A disaster recovery plan is one of the most important elements of a well-run data center. Sometimes, however, important areas can go unaddressed—not intentionally, but because of other priorities, or the “set it and forget it” mindset to name a few. In order to take all possible precautions, consider these often-overlooked items for disaster recovery planning.
#1 – Not Thinking of the “Common” Disasters
More often than not, it’s the more typical incidents, like a failed power supply or a software crash, that occur and cause havoc rather than a natural disaster such as an earthquake or a hazardous material spill. These smaller-scale but no less important crises should have their own “mini-plan” to ensure steps are in place to address, if and when they occur. Otherwise you’ll be making up a plan as you go during a disaster situation.
#2 – Your Technologies Have Cobwebs
Well, hopefully you do not have literal cobwebs. It may be good fortune that you’ve never had to dust off the disaster recovery plan from its spot on the back shelf, but there is a downslide to this too: The older the plan, the more likely it will include obsolete technology and outdated tactics. This could result in a major problem should a disaster occur. Review your current disaster recovery plan and conduct a technology audit; determine if alternatives for “old” technologies are required, and if so, what needs to be replaced. The extra effort could save time and money, and most importantly, stave off a panic situation during a disaster and subsequent recovery time.
#3 – The Plan Has Never Been Practiced
You may have an airtight disaster recovery plan on paper, but has it ever been put to the test? Doing a practice run is the best bet against failure. Test the realities of the actual conditions and situation of your data center. Since business processes, IT operations, and personnel do change all the time, your plan must reflect these shifts.
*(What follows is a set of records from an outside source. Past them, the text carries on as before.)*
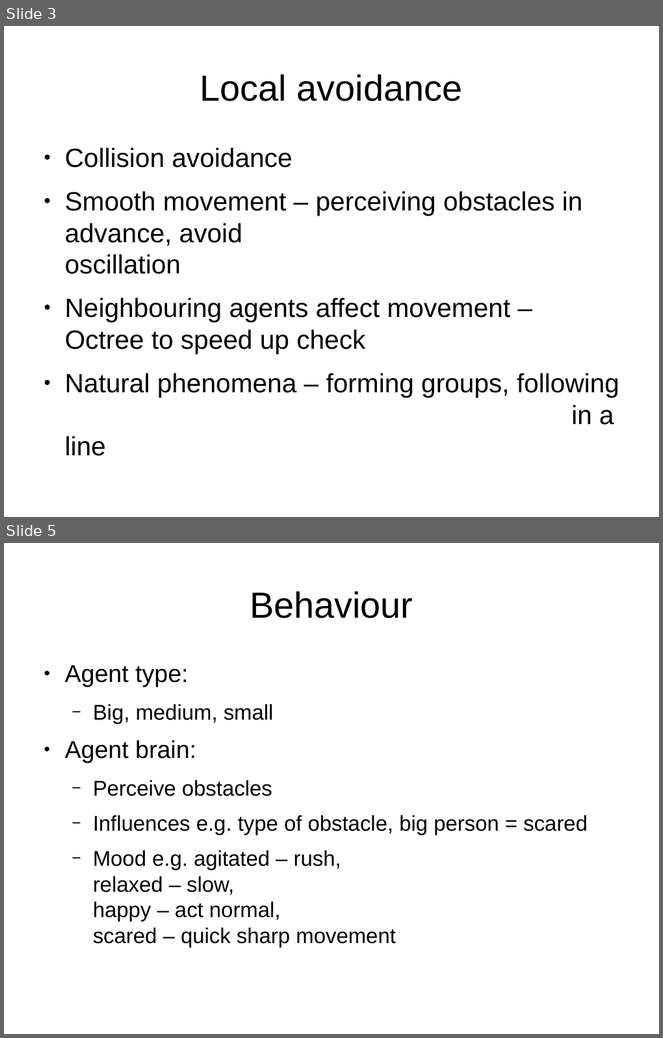
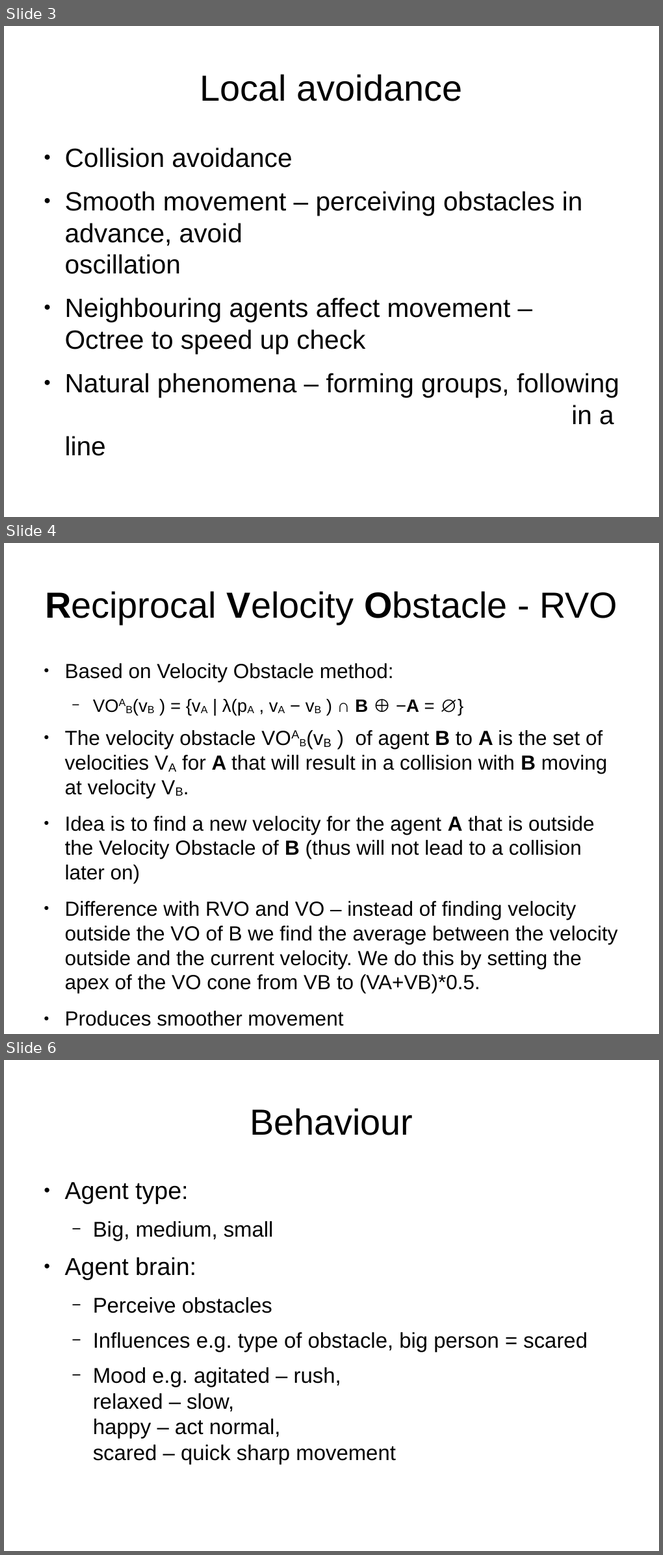
Before and after one commit to IdrisMiles/Reciprocal-Velocity-Obstacles, a slide deck: writeUp/initial_presentation.odp. Shown one above the other, each under a label of ours: slides 3 and 5 before the commit, slides 3, 4 and 6 after it; the slides between them are not shown. The pictures are 663x1038 and 663x1555 pixels, drawn with LibreOffice and Linux fonts; fonts in the diff are those of the drawing; background and template pictures are left out. Boxes give left, top, right and bottom in pixels: in the first picture for what was removed or moved away, otherwise in the second. Text is boxed around its words. In the diff, an @@ line names an element or a change of style, - is before the commit and + after.

```diff
--- a/writeUp/initial_presentation.odp
+++ b/writeUp/initial_presentation.odp
@@ slide 4 added at (4,543,659,1034), background picture (left out) @@
@@ title added at (45,591,618,624), 44 pt, text #000000 @@
+Reciprocal Velocity Obstacle - RVO
@@ text added at (65,663,618,1027), 24.8 pt, text #000000 @@
+● Based on Velocity Obstacle method:
+  − VOAB(vB ) = {vA | λ(pA , vA − vB ) ∩ B ⊕ −A = ∅}
+● The velocity obstacle VOAB(vB ) of agent B to A is the set of velocities VA for A that will result in a collision with B moving at velocity VB.
+● Idea is to find a new velocity for the agent A that is outside the Velocity Obstacle of B (thus will not lead to a collision later on)
+● Difference with RVO and VO – instead of finding velocity outside the VO of B we find the average between the velocity outside and the current velocity. We do this by setting the apex of the VO cone from VB to (VA+VB)*0.5.
+● Produces smoother movement
@@ what was slide 5 is now slide 6 @@
```
Also in this commit, not shown: 2 slides changed, 1 other slide added, 1 slide removed.

Also, your test run will accomplish several things: You will learn information that could change the plan (i.e., data have been moved from one server rack to another, for example), and also provides an opportunity to iterate and tighten up the plan. This testing will help all participants to fully understand the list of recovery priorities for services and data.
#4 – Know Your Service Level Agreements (SLA)
Another area that can fall between the cracks is details of your SLA and/or support contract with your vendor. Since there are different types of response levels depending on the agreement, you must fully read and understand what your service contracts encompass so you can plan for it. For instance, your data center may have what you consider to be an “emergency”, but your contract may specify different criteria that qualifies with your third party vendors and service providers. Conducing this review may also potentially mean you must upgrade or downgrade service levels in your contract.
#5 – What About Software Licensing?
Another commonly missed component to disaster recovery planning is software licensing. For instance, many software vendors allow for site licensing that is not active (“passive” licensing), but depending on how the software is set up and deployed, it could become unusable after the disaster recovery backup is initiated. This can lead to huge recovering back up issues and delays, including limited storage and processing resources. Don’t let this happen and stall the process of getting back to business.
#6 – It’s Not Just the Plan, It’s the People
Sure, you have a communications plan, but what about the people actually doing the work? It’s critical to compile a complete list of responsibilities and tasks, with detailed information on task areas and everyone’s role within the plan. Components would likely include accountability, informing, consulting, and other task development and execution steps. For example, who will be responsible for informing clients and customers of the down-time period? What specific actions will they take? A detailed people plan ensures that escalation and authorization processes are followed in order to keep systems running as smoothly as possible in disaster and recovery modes.